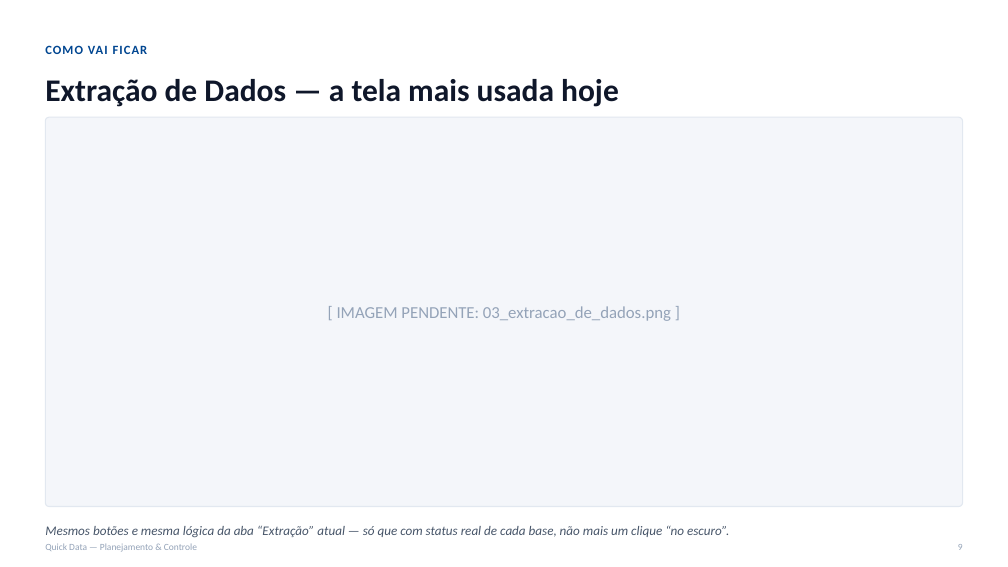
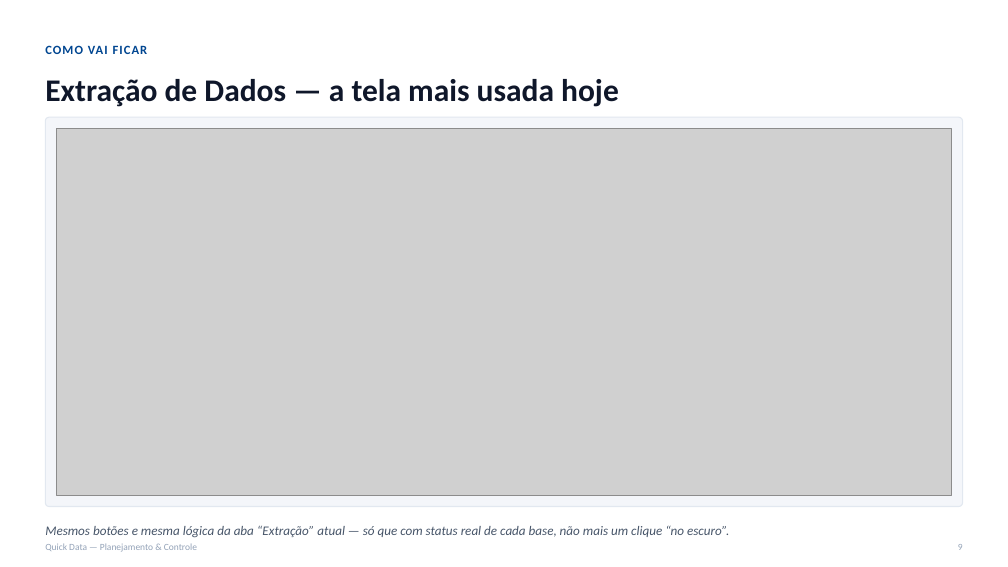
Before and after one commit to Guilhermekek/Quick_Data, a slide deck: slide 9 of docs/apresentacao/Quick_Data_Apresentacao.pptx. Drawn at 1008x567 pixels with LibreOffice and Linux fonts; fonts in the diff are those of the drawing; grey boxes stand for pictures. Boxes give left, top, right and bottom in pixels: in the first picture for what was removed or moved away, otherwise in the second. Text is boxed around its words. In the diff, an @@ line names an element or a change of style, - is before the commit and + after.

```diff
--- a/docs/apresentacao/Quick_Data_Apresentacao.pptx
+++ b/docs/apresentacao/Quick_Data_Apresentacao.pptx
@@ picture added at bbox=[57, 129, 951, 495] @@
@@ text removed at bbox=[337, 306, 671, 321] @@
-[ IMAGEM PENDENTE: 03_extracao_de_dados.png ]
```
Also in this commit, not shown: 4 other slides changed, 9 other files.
...
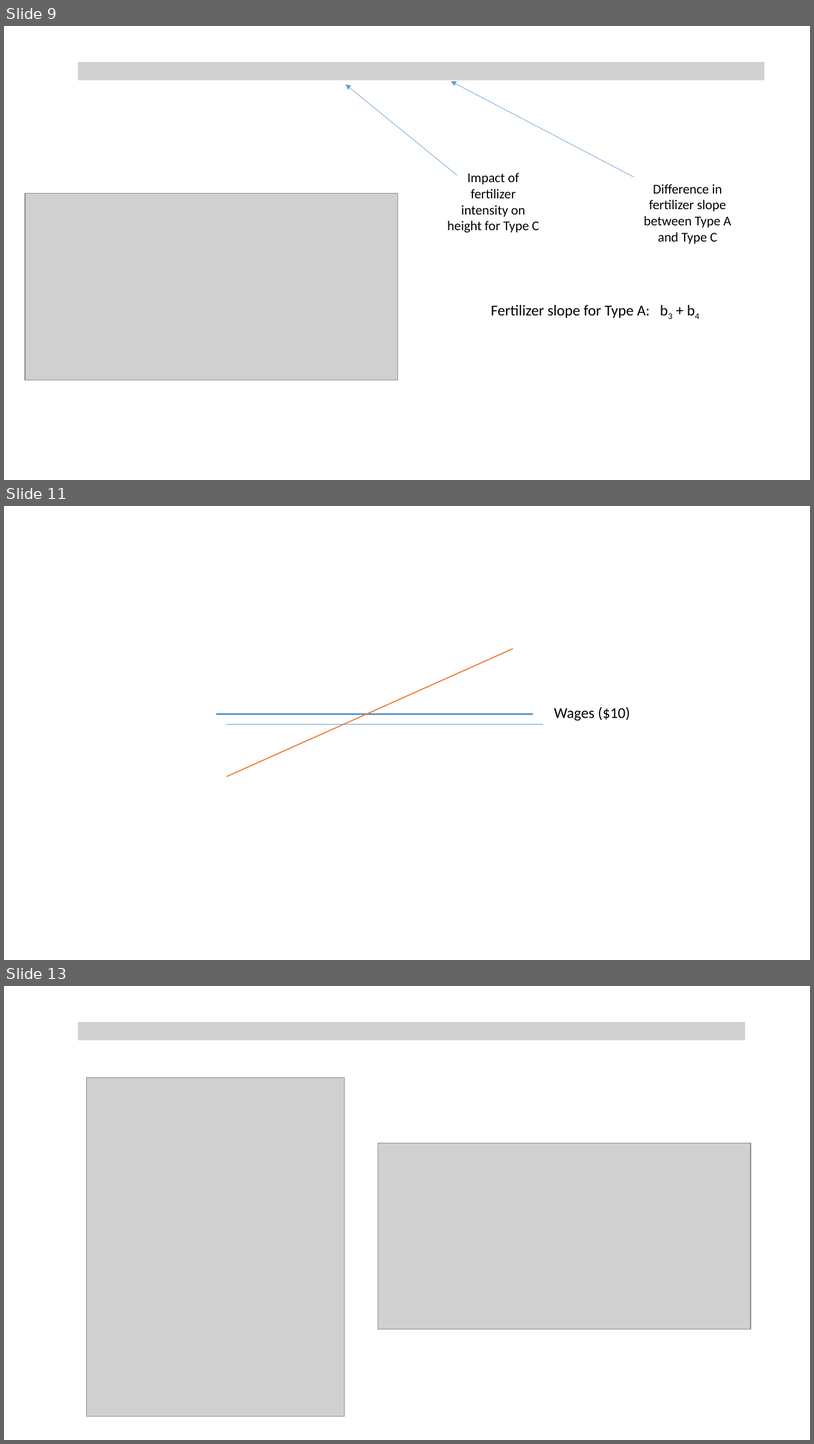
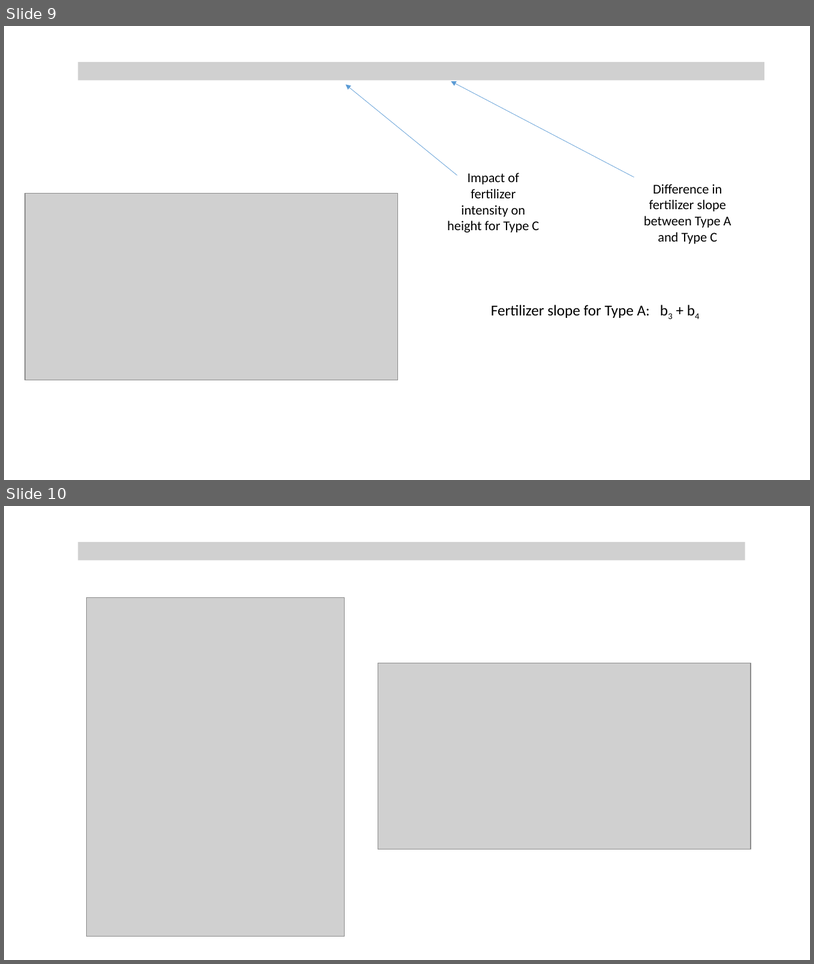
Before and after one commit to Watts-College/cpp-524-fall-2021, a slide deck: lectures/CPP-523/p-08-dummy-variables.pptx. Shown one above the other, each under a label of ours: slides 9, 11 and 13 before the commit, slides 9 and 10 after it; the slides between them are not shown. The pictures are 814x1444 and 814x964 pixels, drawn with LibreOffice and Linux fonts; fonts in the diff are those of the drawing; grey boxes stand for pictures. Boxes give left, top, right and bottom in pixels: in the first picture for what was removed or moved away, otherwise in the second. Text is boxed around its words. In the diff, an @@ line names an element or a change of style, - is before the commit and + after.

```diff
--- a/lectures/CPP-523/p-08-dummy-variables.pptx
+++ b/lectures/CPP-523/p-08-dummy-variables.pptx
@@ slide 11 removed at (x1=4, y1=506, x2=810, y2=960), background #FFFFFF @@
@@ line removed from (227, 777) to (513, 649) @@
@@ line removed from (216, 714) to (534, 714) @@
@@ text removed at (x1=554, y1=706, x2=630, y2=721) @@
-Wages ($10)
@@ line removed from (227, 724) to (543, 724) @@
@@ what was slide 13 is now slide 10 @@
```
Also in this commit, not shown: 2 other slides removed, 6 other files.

▶ [WORK TO COMPLETE] All lines above that include the word "this" should be located and copied.

▶ [ANSWER SPACE]
Also in this commit, not shown: 4 other slides changed, 9 other files.
Also in this commit, not shown: 2 other slides removed, 6 other files.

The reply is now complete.